Traveling to Eastern Europe and Asia is a fun experience for most tourists. Making sure that you have your normal medications and health supplements is a smart part of your pre-trip planning experience.
Traveling around this time of year often means that you’ll travel with some medications, prescription or otherwise.Those can range from over-the-counter cold and flu medications to things you take at home by prescription.
While Russia and Ukraine are very modern countries have likely have most of the medications you’ll take along, the problem is that first you don’t know their Russian names and secondly you don’t have a prescription from a local doctor. As with any type of international travel there will be some medications that don’t require a prescription in-country, and vise versa.
Most foreign travelers never visit a doctor or pharmacy while in-country but we’ll help you along if you do. In most cases you’ll carry what you need with you. As these are developed nations, they do have drug control laws and with a little foresight and planning, you can avoid most problems.
Rarely is it an issue but if there is, 99.9& of the time the medications you carry will only be a concern at in-coming customs when arriving at your destination.

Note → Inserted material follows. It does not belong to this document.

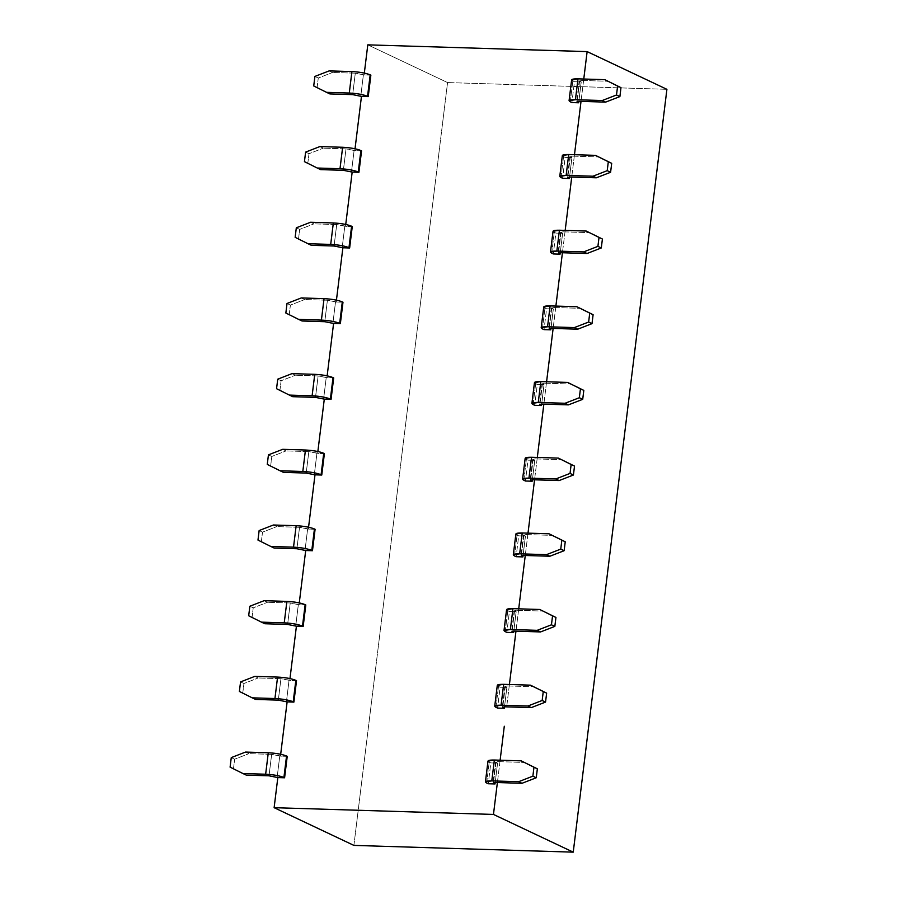 <?xml version="1.0" encoding="UTF-8"?>
<svg xmlns="http://www.w3.org/2000/svg" width="897" height="897" viewBox="0 0 897 897"><rect width="100%" height="100%" fill="white"/><g stroke="black" fill="none" stroke-linecap="round" stroke-linejoin="round"><path stroke-width="0.67" stroke-dasharray="4.49 3.36" d="M353.9 845.4L447.569 82.569L666.908 89.319L447.569 82.569L367.792 44.85L447.569 82.569L353.9 845.4M495.974 762.349L493.406 783.204L495.974 762.349L497.734 761.62L495.166 782.476L497.734 761.62L524.543 762.45L497.734 761.62L495.974 762.349L497.588 763.112L490.827 762.899L489.201 762.136L490.827 762.899L488.26 783.765L490.827 762.899L497.588 763.112L495.559 761.968L492.991 782.823M495.211 782.487L497.588 763.112L495.211 782.487M486.645 782.991L489.201 762.136L486.645 782.991M487.99 761.037L489.201 762.136M370.865 75.157L364.092 74.944L355.302 73.184L332.552 72.478L329.177 70.885L332.552 72.478L355.302 73.184L352.667 94.634L355.302 73.184L363.42 74.63L360.785 96.08L363.42 74.63L364.092 74.944L364.328 73.083L364.092 74.944L370.865 75.157M579.608 81.167L577.051 102.023L579.608 81.167L581.368 80.438L578.812 101.305L581.368 80.438L608.177 81.268L581.368 80.438L579.608 81.167L581.234 81.93L574.461 81.728L572.835 80.954L574.461 81.728L571.905 102.583L574.461 81.728L581.234 81.93L579.193 80.786L576.636 101.653M361.569 150.842L354.797 150.629L346.007 148.868L323.256 148.162L319.881 146.57L323.256 148.162L346.007 148.868L343.372 170.318L346.007 148.868L354.124 150.315L351.489 171.764L354.124 150.315L354.797 150.629L355.033 148.767L354.797 150.629L361.569 150.842M570.313 156.852L567.756 177.707L570.313 156.852L572.073 156.123L569.517 176.989L572.073 156.123L598.882 156.953L572.073 156.123L570.313 156.852L571.938 157.614L565.166 157.412L563.551 156.639L565.166 157.412L562.61 178.268L565.166 157.412L571.938 157.614L569.898 156.47L567.341 177.337M352.274 226.526L345.513 226.324L336.711 224.553L313.972 223.858L310.586 222.254L313.972 223.858L336.711 224.553L334.076 246.013L336.711 224.553L344.829 225.999L342.194 247.46L344.829 225.999L345.513 226.324L345.737 224.452L345.513 226.324L352.274 226.526M561.017 232.536L558.461 253.391L561.017 232.536L562.789 231.818L560.221 252.674L562.789 231.818L589.598 232.637L562.789 231.818L561.017 232.536L562.643 233.31L555.871 233.097L554.256 232.334L555.871 233.097L553.314 253.952L555.871 233.097L562.643 233.31L560.614 232.166L558.046 253.021M342.99 302.211L336.218 302.009L327.416 300.237L304.677 299.542L301.291 297.939L304.677 299.542L327.416 300.237L324.781 321.698L327.416 300.237L335.545 301.684L332.91 323.144L335.545 301.684L336.218 302.009L336.442 300.136L336.218 302.009L342.99 302.211M551.733 308.22L549.166 329.087L551.733 308.22L553.494 307.503L550.926 328.358L553.494 307.503L580.303 308.321L553.494 307.503L551.733 308.22L553.348 308.994L546.587 308.781L544.961 308.019L546.587 308.781L544.019 329.636L546.587 308.781L553.348 308.994L551.319 307.85L548.751 328.706M333.695 377.906L326.923 377.693L318.132 375.933L295.382 375.226L291.996 373.634L295.382 375.226L318.132 375.933L315.497 397.382L318.132 375.933L326.25 377.368L323.615 398.829L326.25 377.368L326.923 377.693L327.147 375.832L326.923 377.693L333.695 377.906M542.438 383.916L539.871 404.771L542.438 383.916L544.199 383.187L541.642 404.042L544.199 383.187L571.008 384.017L544.199 383.187L542.438 383.916L544.064 384.678L537.292 384.465L535.666 383.703L537.292 384.465L534.724 405.332L537.292 384.465L544.064 384.678L542.023 383.535L539.467 404.39M324.4 453.59L317.628 453.377L308.837 451.617L286.087 450.911L282.712 449.319L286.087 450.911L308.837 451.617L306.202 473.067L308.837 451.617L316.955 453.063L314.32 474.513L316.955 453.063L317.628 453.377L317.863 451.516L317.628 453.377L324.4 453.59M533.143 459.6L530.587 480.456L533.143 459.6L534.904 458.872L532.347 479.738L534.904 458.872L561.713 459.701L534.904 458.872L533.143 459.6L534.769 460.363L527.997 460.161L526.371 459.387L527.997 460.161L525.44 481.016L527.997 460.161L534.769 460.363L532.728 459.219L530.172 480.086M315.105 529.275L308.333 529.062L299.542 527.301L276.792 526.606L273.417 525.003L276.792 526.606L299.542 527.301L296.907 548.751L299.542 527.301L307.66 528.748L305.025 550.197L307.66 528.748L308.333 529.062L308.568 527.201L308.333 529.062L315.105 529.275M523.848 535.285L521.292 556.14L523.848 535.285L525.608 534.567L523.052 555.422L525.608 534.567L552.417 535.386L525.608 534.567L523.848 535.285L525.474 536.047L518.701 535.845L517.076 535.072L518.701 535.845L516.145 556.701L518.701 535.845L525.474 536.047L523.433 534.915L520.877 555.77M305.81 604.959L299.049 604.757L290.247 602.986L267.497 602.291L264.122 600.687L267.497 602.291L290.247 602.986L287.612 624.447L290.247 602.986L298.365 604.432L295.73 625.893L298.365 604.432L299.049 604.757L299.273 602.885L299.049 604.757L305.81 604.959M514.553 610.969L511.996 631.824L514.553 610.969L516.324 610.252L513.757 631.107L516.324 610.252L543.122 611.07L516.324 610.252L514.553 610.969L516.179 611.743L509.406 611.53L507.792 610.767L509.406 611.53L506.85 632.385L509.406 611.53L516.179 611.743L514.138 610.599L511.582 631.454M296.526 680.644L289.753 680.442L280.952 678.67L258.213 677.975L254.826 676.372L258.213 677.975L280.952 678.67L278.317 700.131L280.952 678.67L289.069 680.117L286.446 701.577L289.069 680.117L289.753 680.442L289.978 678.569L289.753 680.442L296.526 680.644M505.269 686.654L502.701 707.52L505.269 686.654L507.029 685.936L504.462 706.791L507.029 685.936L533.838 686.766L507.029 685.936L505.269 686.654L506.883 687.427L500.111 687.214L498.497 686.452L500.111 687.214L497.555 708.081L500.111 687.214L506.883 687.427L504.854 686.283L502.286 707.139M287.231 756.339L280.458 756.126L271.656 754.366L248.918 753.659L245.531 752.067L248.918 753.659L271.656 754.366L269.022 775.815L271.656 754.366L279.786 755.812L277.151 777.262L279.786 755.812L280.458 756.126L280.683 754.265L280.458 756.126L287.231 756.339M317.112 87.558L318.278 78.028L332.552 72.478L318.278 78.028L314.903 76.424L318.278 78.028L317.112 87.558L329.917 93.938L317.112 87.558M578.857 101.305L581.234 81.93L578.857 101.305M570.279 101.809L572.835 80.954L570.279 101.809M571.636 79.855L572.835 80.954M307.817 163.243L308.994 153.712L323.256 148.162L308.994 153.712L305.608 152.109L308.994 153.712L307.817 163.243L320.621 169.623L307.817 163.243M569.561 176.989L571.938 157.614L569.561 176.989M560.984 177.505L563.551 156.639L560.984 177.505M562.341 155.551L563.551 156.639M298.522 238.927L299.699 229.397L313.972 223.858L299.699 229.397L296.313 227.793L299.699 229.397L298.522 238.927L311.337 245.307L298.522 238.927M560.266 252.674L562.643 233.31L560.266 252.674M551.689 253.189L554.256 232.334L551.689 253.189M553.045 231.235L554.256 232.334M289.238 314.623L290.404 305.081L304.677 299.542L290.404 305.081L287.018 303.489L290.404 305.081L289.238 314.623L302.042 320.991L289.238 314.623M550.971 328.358L553.348 308.994L550.971 328.358M542.393 328.874L544.961 308.019L542.393 328.874M543.75 306.92L544.961 308.019M279.942 390.307L281.109 380.765L295.382 375.226L281.109 380.765L277.734 379.173L281.109 380.765L279.942 390.307L292.747 396.687L279.942 390.307M541.676 404.042L544.064 384.678L541.676 404.042M533.11 404.558L535.666 383.703L533.11 404.558M534.455 382.604L535.666 383.703M270.647 465.992L271.813 456.461L286.087 450.911L271.813 456.461L268.438 454.857L271.813 456.461L270.647 465.992L283.452 472.371L270.647 465.992M532.392 479.738L534.769 460.363L532.392 479.738M523.814 480.243L526.371 459.387L523.814 480.243M525.16 458.289L526.371 459.387M261.352 541.676L262.518 532.145L276.792 526.606L262.518 532.145L259.143 530.542L262.518 532.145L261.352 541.676L274.157 548.056L261.352 541.676M523.097 555.422L525.474 536.047L523.097 555.422M514.519 555.938L517.076 535.072L514.519 555.938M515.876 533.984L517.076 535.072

Again, it is hardly an issue but if it is, you need to be prepared. In Russia there is a unit of the police whose work is for the ФСКН (FSKN) which are the narcotic police. These police are called the Наркополиция and the first 4 letters are NARK as in “narc” so you get an idea of what they do.
It is doubtful that this will be a problem but in the rare cases that it is a problem, the issue is serious. So, let’s prepare:
– All pills and medications should be in an original container with the prescription label securely attached.
– In the USA many pharmacies give you a receipt showing the prescription details, how many refills, name of the doctor, etc. When possible, take this too.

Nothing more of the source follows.